The utter inefficiency of everything but the two ligatures, the one immediately above, the other immediately below the part opened, could not be more distinctly proved, if a case were even invented for the purpose; and the fact could not be more satisfactorily shown that in every case of wounded—not aneurismal—artery in the neck, one ligature should be applied above, and another below the opening in the injured vessel, and not one alone on the common trunk, even if that should be the part injured.

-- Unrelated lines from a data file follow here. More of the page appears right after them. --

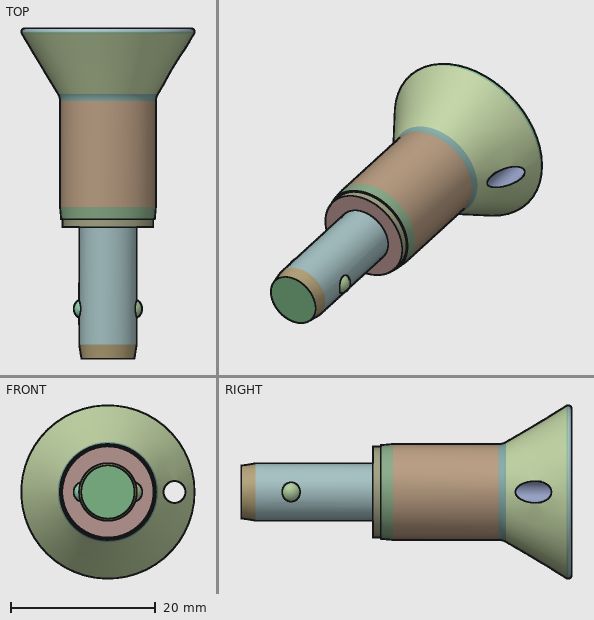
import cadquery as cq
import math


pin_diameter = 8.0
pin_length = 18.2
tip_diameter = 7.35
tip_taper_length = 2.0

ball_radius = 1.4
ball_span = 9.5
ball_from_tip = 6.9

collar_diameter = 12.6
collar_length = 1.1
sleeve_diameter = 13.3
sleeve_end_diameter = 13.0
sleeve_taper_length = 1.65

overall_length = 45.7
knob_diameter = 24.0
rim_radius = 0.5
neck_radius = 2.0
flare_angle = math.radians(31)

hole_diameter = 3.0
hole_offset = 9.2

tip_y = -pin_length
back_y = overall_length - pin_length
taper_end_y = collar_length + sleeve_taper_length
rim_center_y = back_y - rim_radius
ball_y = tip_y + ball_from_tip

pin_r = pin_diameter / 2
sleeve_r = sleeve_diameter / 2
knob_r = knob_diameter / 2
rim_center_r = knob_r - rim_radius


def arc_point(center, radius, angle):
    """Point on a circle in the (radius, Y) half-plane, angle measured from the outward direction."""
    return (center[0] + radius * math.cos(angle), center[1] + radius * math.sin(angle))


def turned_body():
    """Pin, collar, sleeve and flared knob as one revolved profile."""
    rim_center = (rim_center_r, rim_center_y)
    rim_flare = arc_point(rim_center, rim_radius, -flare_angle)

    neck_center_r = sleeve_r + neck_radius
    neck_end_r = neck_center_r - neck_radius * math.cos(flare_angle)
    neck_end_y = rim_flare[1] - (rim_flare[0] - neck_end_r) / math.tan(flare_angle)
    neck_center = (neck_center_r, neck_end_y - neck_radius * math.sin(flare_angle))
    neck_mid = arc_point(neck_center, neck_radius, math.pi - flare_angle / 2)

    profile = (
        cq.Workplane("XY")
        .moveTo(0, tip_y)
        .lineTo(tip_diameter / 2, tip_y)
        .lineTo(pin_r, tip_y + tip_taper_length)
        .lineTo(pin_r, 0)
        .lineTo(collar_diameter / 2, 0)
        .lineTo(collar_diameter / 2, collar_length)
        .lineTo(sleeve_end_diameter / 2, collar_length)
        .lineTo(sleeve_r, taper_end_y)
        .lineTo(sleeve_r, neck_center[1])
        .threePointArc(neck_mid, (neck_end_r, neck_end_y))
        .lineTo(*rim_flare)
        .threePointArc(arc_point(rim_center, rim_radius, -flare_angle / 2), (knob_r, rim_center_y))
        .threePointArc(arc_point(rim_center, rim_radius, math.radians(45)), (rim_center_r, back_y))
        .lineTo(0, back_y)
        .close()
    )
    return profile.revolve(360, (0, 0, 0), (0, 1, 0))


def locking_ball(side):
    """Ball protruding from the pin on the +X (side = 1) or -X (side = -1) flank."""
    center_x = side * (ball_span / 2 - ball_radius)
    return cq.Workplane("XY").sphere(ball_radius).translate((center_x, ball_y, 0))


def lanyard_hole():
    """Hole through the flared rim, parallel to the axis."""
    return (
        cq.Workplane("XZ", origin=(hole_offset, back_y, 0))
        .circle(hole_diameter / 2)
        .extrude(back_y - taper_end_y)
    )


result = turned_body()
for side in (-1, 1):
    result = result.union(locking_ball(side))
result = result.cut(lanyard_hole())
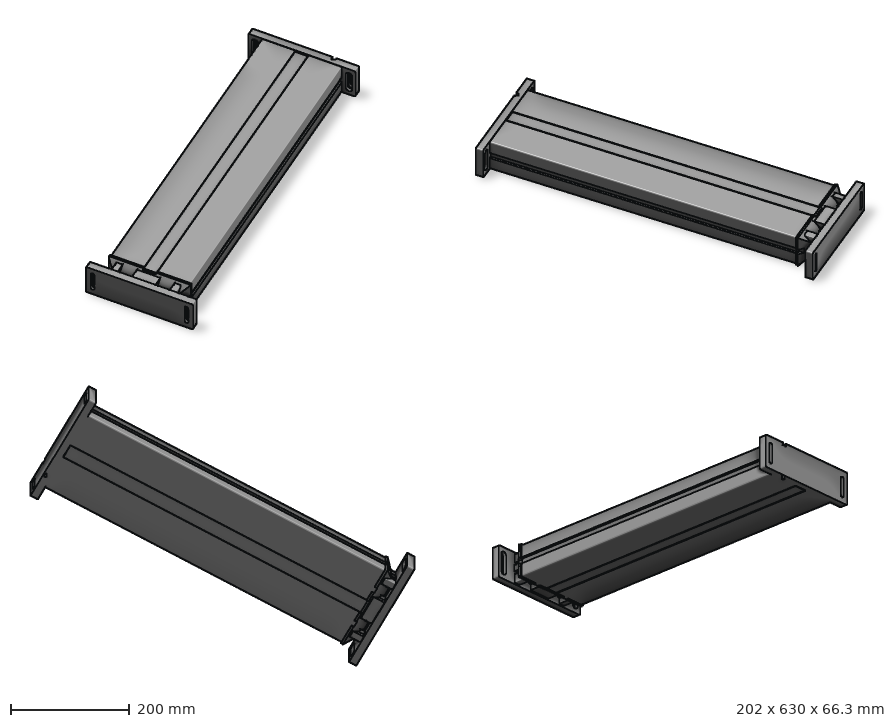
import cadquery as cq

total_length = 630.0
total_height = 66.27
plate_width = 202.0
plate_height = 60.0
plate_thickness = 14.0
plate_corner_radius = 3.0
fixed_plate_top_rise = 1.0

slot_spacing = 177.0
slot_width = 7.0
slot_length = 38.5
slot_recess_width = 12.0
slot_recess_length = 43.0
slot_recess_depth = 7.0

column_width = 151.0
column_height = plate_height
column_corner_radius = 3.0
center_groove_width = 24.6
center_groove_depth = 1.5
side_groove_mouth = 11.5
side_groove_floor = 10.6
side_groove_depth = 4.0

collar_start = 39.0
collar_thickness = 4.0
collar_width = 155.0
collar_height = column_height + 2 * fixed_plate_top_rise
nose_length = 22.5
nose_center_groove_depth = 2.0
nose_side_groove_depth = 8.0
nose_side_groove_width = 10.0
bottom_gap_inner = 30.0
bottom_gap_outer = 40.0
collar_end = collar_start + collar_thickness
column_front = collar_start + collar_thickness / 2

pin_x = 54.3
pin_diameter = 4.8
pin_setback = 3.2
pin_drop = total_height - plate_height - fixed_plate_top_rise
notch_diameter = 8.0
notch_setback = 2.0
notch_depth = 5.0

inner_width = 122.0
inner_height = 54.0
inner_corner_radius = 1.2
channel_inner_x = 22.0
channel_outer_x = 49.0
channel_shoulder_z = 16.5
channel_slant = 2.5
channel_step = 5.0
channel_floor_z = 7.0
side_channel_width = 21.0
side_channel_depth = 3.0
side_rail_width = 12.0
side_rail_proud = 1.3

fixed_plate_start = total_length - plate_thickness


def bar(width, height, start, end, corner_radius=0.0):
    """Rectangular bar centred on the Y axis, with optional rounded long edges."""
    body = cq.Workplane("XZ", origin=(0, start, 0)).rect(width, height).extrude(start - end)
    return body.edges("|Y").fillet(corner_radius) if corner_radius else body


def prism(points, start, end):
    """Outline of (x, z) points extruded along Y."""
    return cq.Workplane("XZ", origin=(0, start, 0)).polyline(points).close().extrude(start - end)


def slot_cutter(width, length, start, end):
    """Pair of upright slots running from start to end along Y."""
    return (
        cq.Workplane("XZ", origin=(0, start, 0))
        .pushPoints([(-slot_spacing / 2, 0), (slot_spacing / 2, 0)])
        .slot2D(length, width, 90)
        .extrude(start - end)
    )


def end_plate(start, recess_start, top_z):
    """Plate from the common bottom level up to top_z, with recessed mounting slots."""
    end = start + plate_thickness
    bottom_z = -plate_height / 2
    plate = bar(plate_width, top_z - bottom_z, start, end, plate_corner_radius)
    plate = plate.translate((0, 0, (top_z + bottom_z) / 2))
    plate = plate.cut(slot_cutter(slot_width, slot_length, start, end))
    recess_end = recess_start + slot_recess_depth
    return plate.cut(slot_cutter(slot_recess_width, slot_recess_length, recess_start, recess_end))


def block(x_start, x_end, start, end, z_start, z_end):
    """Box given by its limits along X, Y and Z."""
    return (
        cq.Workplane("XY", origin=(x_start, start, z_start))
        .box(x_end - x_start, end - start, z_end - z_start, centered=False)
    )


def channel(x_sign, z_sign, start, end):
    """Stepped channel between the middle land and an outer land of the inner column."""
    shoulder_end_z = channel_shoulder_z - channel_slant
    outline = [
        (channel_outer_x, inner_height / 2),
        (channel_outer_x, channel_shoulder_z),
        (channel_outer_x - channel_step, shoulder_end_z),
        (channel_outer_x - channel_step, channel_floor_z),
        (channel_inner_x + channel_step, channel_floor_z),
        (channel_inner_x + channel_step, shoulder_end_z),
        (channel_inner_x, channel_shoulder_z),
        (channel_inner_x, inner_height / 2),
    ]
    return prism([(x_sign * x, z_sign * z) for x, z in outline], start, end)


def side_block(sign, inner_x, outer_x, start, end, height):
    """Box centred on Z = 0 that covers inner_x to outer_x on the side given by sign."""
    low, high = sorted((sign * inner_x, sign * outer_x))
    return block(low, high, start, end, -height / 2, height / 2)


def inner_column(start, end):
    """Moving profile with four stepped channels and a rail inside each side channel."""
    body = bar(inner_width, inner_height, start, end, inner_corner_radius)
    wall_x = inner_width / 2
    channel_floor_x = wall_x - side_channel_depth
    for x_sign in (-1, 1):
        for z_sign in (-1, 1):
            body = body.cut(channel(x_sign, z_sign, start, end))
        body = body.cut(side_block(x_sign, channel_floor_x, wall_x, start, end, side_channel_width))
        rail_x = wall_x + side_rail_proud
        body = body.union(side_block(x_sign, channel_floor_x, rail_x, start, end, side_rail_width))
    return body


def tapered_nose():
    """Pyramid frustum with 45 degree sides narrowing toward the moving plate."""
    return (
        cq.Workplane("XZ", origin=(0, collar_start, 0))
        .rect(collar_width, collar_height)
        .workplane(offset=nose_length)
        .rect(collar_width - 2 * nose_length, collar_height - 2 * nose_length)
        .loft(ruled=True)
    )


def column_profile():
    """Outer column with shallow middle grooves and slanted side grooves along its full length."""
    body = bar(column_width, column_height, column_front, fixed_plate_start, column_corner_radius)
    half_groove = center_groove_width / 2
    for sign in (-1, 1):
        floor_z = column_height / 2 - center_groove_depth
        low, high = sorted((sign * floor_z, sign * column_height / 2))
        body = body.cut(block(-half_groove, half_groove, column_front, fixed_plate_start, low, high))
        outer_x = sign * column_width / 2
        floor_x = sign * (column_width / 2 - side_groove_depth)
        groove_points = [
            (outer_x, side_groove_mouth / 2),
            (floor_x, side_groove_floor / 2),
            (floor_x, -side_groove_floor / 2),
            (outer_x, -side_groove_mouth / 2),
        ]
        body = body.cut(prism(groove_points, column_front, fixed_plate_start))
    return body


def nose_cap():
    """Collar and nose, with their own grooves in line with those of the column."""
    body = bar(collar_width, collar_height, collar_start, column_front, column_corner_radius)
    body = body.union(tapered_nose())
    front = collar_start - nose_length
    half_groove = center_groove_width / 2
    outer_x = collar_width / 2
    for sign in (-1, 1):
        floor_z = collar_height / 2 - nose_center_groove_depth
        low, high = sorted((sign * floor_z, sign * collar_height / 2))
        body = body.cut(block(-half_groove, half_groove, front, column_front, low, high))
        floor_x = outer_x - nose_side_groove_depth
        body = body.cut(side_block(sign, floor_x, outer_x, front, column_front, nose_side_groove_width))
    return body


def collar_rim():
    """Rear part of the collar that wraps the column and stays clear of its grooves."""
    rim = bar(collar_width, collar_height, column_front, collar_end, column_corner_radius)
    rim = rim.cut(bar(column_width, column_height, column_front, collar_end, column_corner_radius))
    half_gap = center_groove_width / 2
    top = collar_height / 2
    rim = rim.cut(block(-half_gap, half_gap, column_front, collar_end, -top, top))
    half_width = collar_width / 2
    return rim.cut(block(-half_width, half_width, column_front, collar_end,
                         -side_groove_mouth / 2, side_groove_mouth / 2))


def bottom_gaps():
    """Openings through the lower lip of the collar and the nose edge in front of it."""
    lip = (collar_height - column_height) / 2
    mid_x = (bottom_gap_inner + bottom_gap_outer) / 2
    front = collar_start - lip
    return (
        cq.Workplane("XZ", origin=(0, front, 0))
        .pushPoints([(-mid_x, -collar_height / 2), (mid_x, -collar_height / 2)])
        .rect(bottom_gap_outer - bottom_gap_inner, 2 * lip)
        .extrude(front - collar_end)
    )


def upright_cylinder(diameter, setback, base_z, height):
    """Vertical cylinder whose axis lies the given distance in front of the rear face."""
    return (
        cq.Workplane("XY", origin=(pin_x, total_length - setback, base_z))
        .circle(diameter / 2)
        .extrude(height)
    )


pin_length = 2 * pin_drop

fixed_plate_top = plate_height / 2 + fixed_plate_top_rise
fixed_column = column_profile().union(nose_cap()).union(collar_rim())
fixed_column = fixed_column.cut(bottom_gaps())
fixed_column = fixed_column.cut(inner_column(plate_thickness, fixed_plate_start))
fixed_column = fixed_column.union(
    end_plate(fixed_plate_start, fixed_plate_start, fixed_plate_top)
)
fixed_column = fixed_column.cut(
    upright_cylinder(notch_diameter, notch_setback, fixed_plate_top - notch_depth, notch_depth)
)
fixed_column = fixed_column.union(
    upright_cylinder(pin_diameter, pin_setback, -plate_height / 2 - pin_drop, pin_length)
)

moving_column = end_plate(0, plate_thickness - slot_recess_depth, plate_height / 2)
moving_column = moving_column.union(inner_column(plate_thickness, fixed_plate_start))

result = cq.Compound.makeCompound([fixed_column.val(), moving_column.val()])
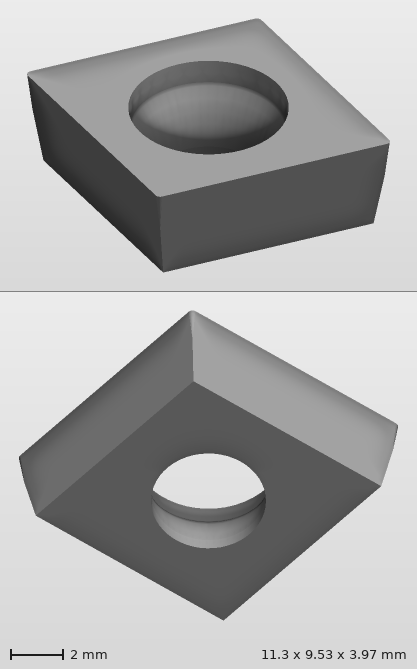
import cadquery as cq
import math

inscribed_diameter = 9.525
thickness = 3.97
acute_angle = 80.0
clearance_angle = 7.0
nose_radius = 0.2

bore_diameter = 4.4
recess_diameter = 6.15
recess_depth = 1.02
recess_wall_angle = 4.5
recess_fillet_radius = 0.25
seat_arc_radius = 4.0

clearance_slope = math.tan(math.radians(clearance_angle))
nose_depth = nose_radius / clearance_slope


def rhombus_corners(inset):
    """Corners of the rhombus whose sides lie `inset` inside the top outline, anticlockwise."""
    half_width = inscribed_diameter / 2 - inset
    acute = math.radians(acute_angle)
    half_side = half_width / math.sin(acute)
    lean = half_width / math.tan(acute)
    return [
        (-half_side - lean, -half_width),
        (half_side - lean, -half_width),
        (half_side + lean, half_width),
        (-half_side + lean, half_width),
    ]


def sharp_body():
    """Rhombic block with sharp corners, tapered from the top face down."""
    top_outline = cq.Workplane("XY", origin=(0, 0, thickness)).polyline(rhombus_corners(0)).close()
    return top_outline.extrude(-thickness, taper=clearance_angle)


def pyramid(base_points, apex):
    """Pyramid on a horizontal base polygon; both are given as XYZ points."""
    faces = [cq.Face.makeFromWires(cq.Wire.makePolygon(base_points, close=True))]
    for start, end in zip(base_points, base_points[1:] + base_points[:1]):
        side = cq.Wire.makePolygon([start, end, apex], close=True)
        faces.append(cq.Face.makeFromWires(side))
    return cq.Solid.makeSolid(cq.Shell.makeShell(faces))


def round_nose(body, index):
    """Replace one sharp corner by a cone sector that runs out to a point on the corner edge."""
    center_x, center_y = rhombus_corners(nose_radius)[index]
    corner_x, corner_y = rhombus_corners(0)[index]
    corner_angle = acute_angle if index % 2 == 0 else 180 - acute_angle
    sector_angle = 180 - corner_angle
    outward_angle = math.degrees(math.atan2(corner_y - center_y, corner_x - center_x))
    first_angle = outward_angle - sector_angle / 2

    def tangent_point(angle):
        x = center_x + nose_radius * math.cos(math.radians(angle))
        y = center_y + nose_radius * math.sin(math.radians(angle))
        return cq.Vector(x, y, thickness)

    center = cq.Vector(center_x, center_y, thickness)
    corner = cq.Vector(corner_x, corner_y, thickness)
    apex = cq.Vector(center_x, center_y, thickness - nose_depth)
    kite = [center, tangent_point(first_angle), corner, tangent_point(first_angle + sector_angle)]
    cone_plane = cq.Plane(origin=apex, xDir=kite[1] - center, normal=(0, 0, 1))
    cone_sector = (
        cq.Workplane("XZ")
        .polyline([(0, 0), (nose_radius, nose_depth), (0, nose_depth)])
        .close()
        .revolve(sector_angle, (0, 0, 0), (0, 1, 0))
        .val()
        .moved(cq.Location(cone_plane))
    )
    return body.cut(cq.Workplane(pyramid(kite, apex))).union(cq.Workplane(cone_sector))


def screw_hole():
    """Conical recess, trumpet-shaped screw seat and through bore, revolved about Z."""
    bore_radius = bore_diameter / 2
    recess_radius = recess_diameter / 2
    seat_radius = recess_radius - recess_depth * math.tan(math.radians(recess_wall_angle))
    seat_top = thickness - recess_depth
    seat_angle = math.acos(1 - (seat_radius - bore_radius) / seat_arc_radius)
    seat_bottom = seat_top - seat_arc_radius * math.sin(seat_angle)
    seat_middle = (
        bore_radius + seat_arc_radius * (1 - math.cos(seat_angle / 2)),
        seat_bottom + seat_arc_radius * math.sin(seat_angle / 2),
    )
    hole = (
        cq.Workplane("XZ")
        .moveTo(0, 0)
        .lineTo(bore_radius, 0)
        .lineTo(bore_radius, seat_bottom)
        .threePointArc(seat_middle, (seat_radius, seat_top))
        .lineTo(recess_radius, thickness)
        .lineTo(0, thickness)
        .close()
        .revolve(360, (0, 0, 0), (0, 1, 0))
    )
    seat_rim = hole.edges("%CIRCLE").edges(cq.selectors.RadiusNthSelector(1))
    return seat_rim.fillet(recess_fillet_radius)


result = sharp_body()
for corner_index in range(4):
    result = round_nose(result, corner_index)
result = result.cut(screw_hole())
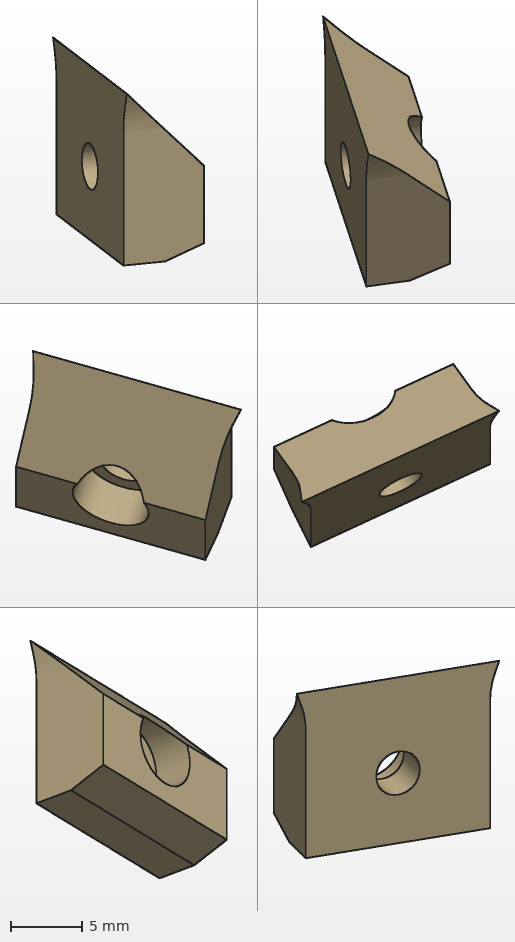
import cadquery as cq
import math

width = 15.36
depth = 6.0
height = 12.73

body_width = 13.98
flare_angle = math.radians(20)
flare_radius = 6.0

relief_depth = 2.9
relief_angle = math.radians(20)

hole_diameter = 3.3
counterbore_diameter = 5.6
counterbore_depth = 3.0
hole_height = 5.38

front_y = -depth / 2
back_y = depth / 2


def flared_block():
    """Front outline with flared upper corners, extruded through the depth."""
    half_body = body_width / 2
    half_width = width / 2
    arc_end_x = half_body + flare_radius * (1 - math.cos(flare_angle))
    arc_mid_x = half_body + flare_radius * (1 - math.cos(flare_angle / 2))
    arc_end_z = height - (half_width - arc_end_x) / math.tan(flare_angle)
    arc_start_z = arc_end_z - flare_radius * math.sin(flare_angle)
    arc_mid_z = arc_start_z + flare_radius * math.sin(flare_angle / 2)
    return (
        cq.Workplane("XZ", origin=(0, back_y, 0))
        .moveTo(-half_body, 0)
        .lineTo(half_body, 0)
        .lineTo(half_body, arc_start_z)
        .threePointArc((arc_mid_x, arc_mid_z), (arc_end_x, arc_end_z))
        .lineTo(half_width, height)
        .lineTo(-half_width, height)
        .lineTo(-arc_end_x, arc_end_z)
        .threePointArc((-arc_mid_x, arc_mid_z), (-half_body, arc_start_z))
        .close()
        .extrude(depth)
    )


def side_profile():
    """Side outline with the top bevel and bottom relief, spanning the full width."""
    bevel_z = height - depth
    relief_z = relief_depth * math.tan(relief_angle)
    return (
        cq.Workplane("YZ")
        .polyline([
            (front_y, 0),
            (back_y - relief_depth, 0),
            (back_y, relief_z),
            (back_y, bevel_z),
            (front_y, height),
        ])
        .close()
        .extrude(width / 2, both=True)
    )


def bore_from_back(diameter, bore_depth):
    """Cylinder entering the back face on the screw axis."""
    return (
        cq.Workplane("XZ", origin=(0, back_y, hole_height))
        .circle(diameter / 2)
        .extrude(bore_depth)
    )


result = (
    flared_block()
    .intersect(side_profile())
    .cut(bore_from_back(hole_diameter, depth))
    .cut(bore_from_back(counterbore_diameter, counterbore_depth))
)
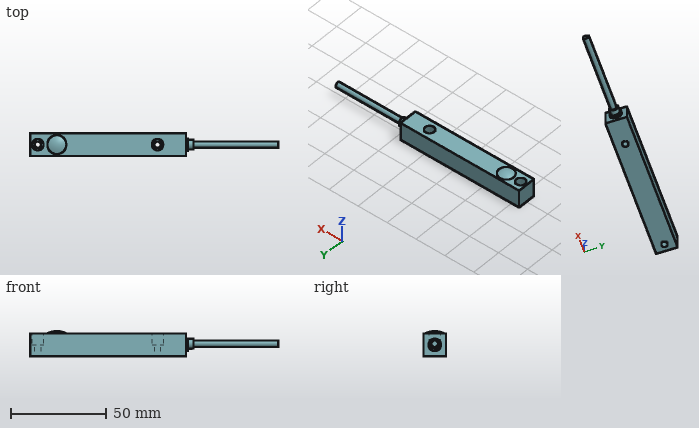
import cadquery as cq

housing_length = 82.0
housing_width = 12.0
housing_height = 12.0
housing_mid_height = housing_height / 2

hole_diameter = 3.3
counterbore_diameter = 6.0
counterbore_depth = 6.0
first_hole_x = 4.0
hole_spacing = 63.0

dome_diameter = 10.0
dome_height = 1.27
dome_x = 14.0

flange_diameter = 6.5
flange_thickness = 1.0
collar_diameter = 5.3
grommet_length = 4.0
cable_diameter = 3.5
cable_reach = 48.52
cable_axis_height = housing_mid_height + (flange_diameter - collar_diameter) / 2


def make_dome():
    """Spherical cap revolved about its vertical axis, with its flat base on the housing top."""
    base_radius = dome_diameter / 2
    sphere_radius = (base_radius**2 + dome_height**2) / (2 * dome_height)
    return (
        cq.Workplane("XZ", origin=(dome_x, 0, housing_height))
        .lineTo(base_radius, 0)
        .radiusArc((0, dome_height), -sphere_radius)
        .close()
        .revolve(360, (0, 0, 0), (0, 1, 0))
    )


def make_housing():
    """Block with the dome on top and a counterbored through hole near each end."""
    block = cq.Workplane("XY").box(
        housing_length, housing_width, housing_height, centered=(False, True, False)
    )
    housing = block.union(make_dome())
    for hole_x in (first_hole_x, first_hole_x + hole_spacing):
        through_hole = cq.Workplane("XY").center(hole_x, 0).circle(hole_diameter / 2).extrude(housing_height)
        counterbore = (
            cq.Workplane("XY", origin=(hole_x, 0, housing_height))
            .circle(counterbore_diameter / 2)
            .extrude(-counterbore_depth)
        )
        housing = housing.cut(through_hole).cut(counterbore)
    return housing


def make_end_cylinder(diameter, reach, axis_height):
    """Cylinder along +X that starts on the end face of the housing."""
    return (
        cq.Workplane("YZ", origin=(housing_length, 0, axis_height))
        .circle(diameter / 2)
        .extrude(reach)
    )


def make_cable():
    """Cable moulded together with its flange and collar."""
    flange = make_end_cylinder(flange_diameter, flange_thickness, housing_mid_height)
    collar = make_end_cylinder(collar_diameter, grommet_length, cable_axis_height)
    cord = make_end_cylinder(cable_diameter, cable_reach, cable_axis_height)
    return flange.union(collar).union(cord)


housing = make_housing()
cable = make_cable()

result = cq.Compound.makeCompound([housing.val(), cable.val()])
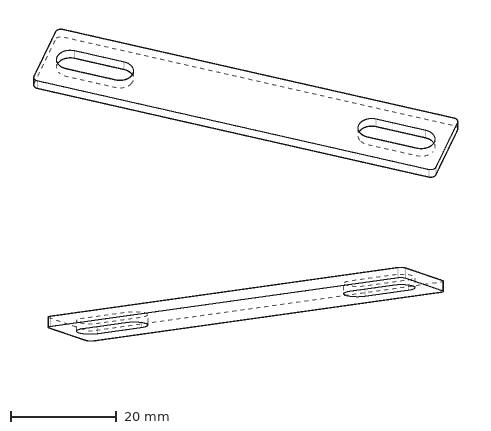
import cadquery as cq

length = 80.0
width = 15.0
thickness = 2.0
corner_radius = 1.0

slot_length = 15.0
slot_width = 5.2
slot_spacing = 60.0

plate = (
    cq.Workplane("XY")
    .rect(length, width)
    .extrude(thickness)
    .edges("|Z")
    .fillet(corner_radius)
)

result = (
    plate.faces(">Z")
    .workplane()
    .pushPoints([(side * slot_spacing / 2, 0) for side in (-1, 1)])
    .slot2D(slot_length, slot_width)
    .cutThruAll()
)

It is argued that when a man has his internal carotid cut on the inside of his throat, by a foreign body of any kind thrust through his mouth, the artery cannot be tied by two ligatures at the wounded part through the mouth, not even if it were enlarged from ear to ear. What, then, is to be done? The artery should be secured by ligature by an incision made on the outside of the neck. This being admitted, the question then is, shall the wounded artery be laid bare at the part injured, or two inches or so lower down, where the main trunk can be most easily got at by men of even very moderate anatomical knowledge?—an operation which has frequently failed, although it has frequently succeeded, and is therefore most approved. I am willing, for the present, to consider it nearly impracticable to tie the internal carotid safely from the outside of the neck, at the part wounded, without great anatomical knowledge, and to accept, for the moment, as the proper operation, the ligature of the common trunk of the carotid, at the distance of two or more inches, being the operation of Anel; but I venture to ask, with what fairness can this operation, thus done on one side of the neck, at the distance of two inches, the other side remaining sound, be considered similar to that of Mr. Hunter, done on the thigh for a wound in the calf of the leg, at the distance of perhaps twenty inches, with all the intervening collateral branches perfectly sound? It cannot be considered an analogous operation, with propriety or fairness, nor ought the one to be compared with the other, although it is done; and thus the subject is mystified to all those who do not understand it thoroughly. It is because English surgeons miscall this the operation of Hunter, that French surgeons claim the operation of Hunter as that of Anel, and deny the priority of Hunter, although the two operations are essentially distinct. The operation of Anel for aneurism of the popliteal artery would be destructive; the operation of Hunter for a wound of the popliteal artery would be equally so.
This point must, however, be pressed further. Let us suppose that the internal carotid has been opened by a wound inflicted through the mouth, and death is about to follow, unless the hole in the artery can be tied up. How is it to be done? The Hunterian theorists say it is impracticable to tie the artery at the wounded part, and the primitive trunk must therefore be secured.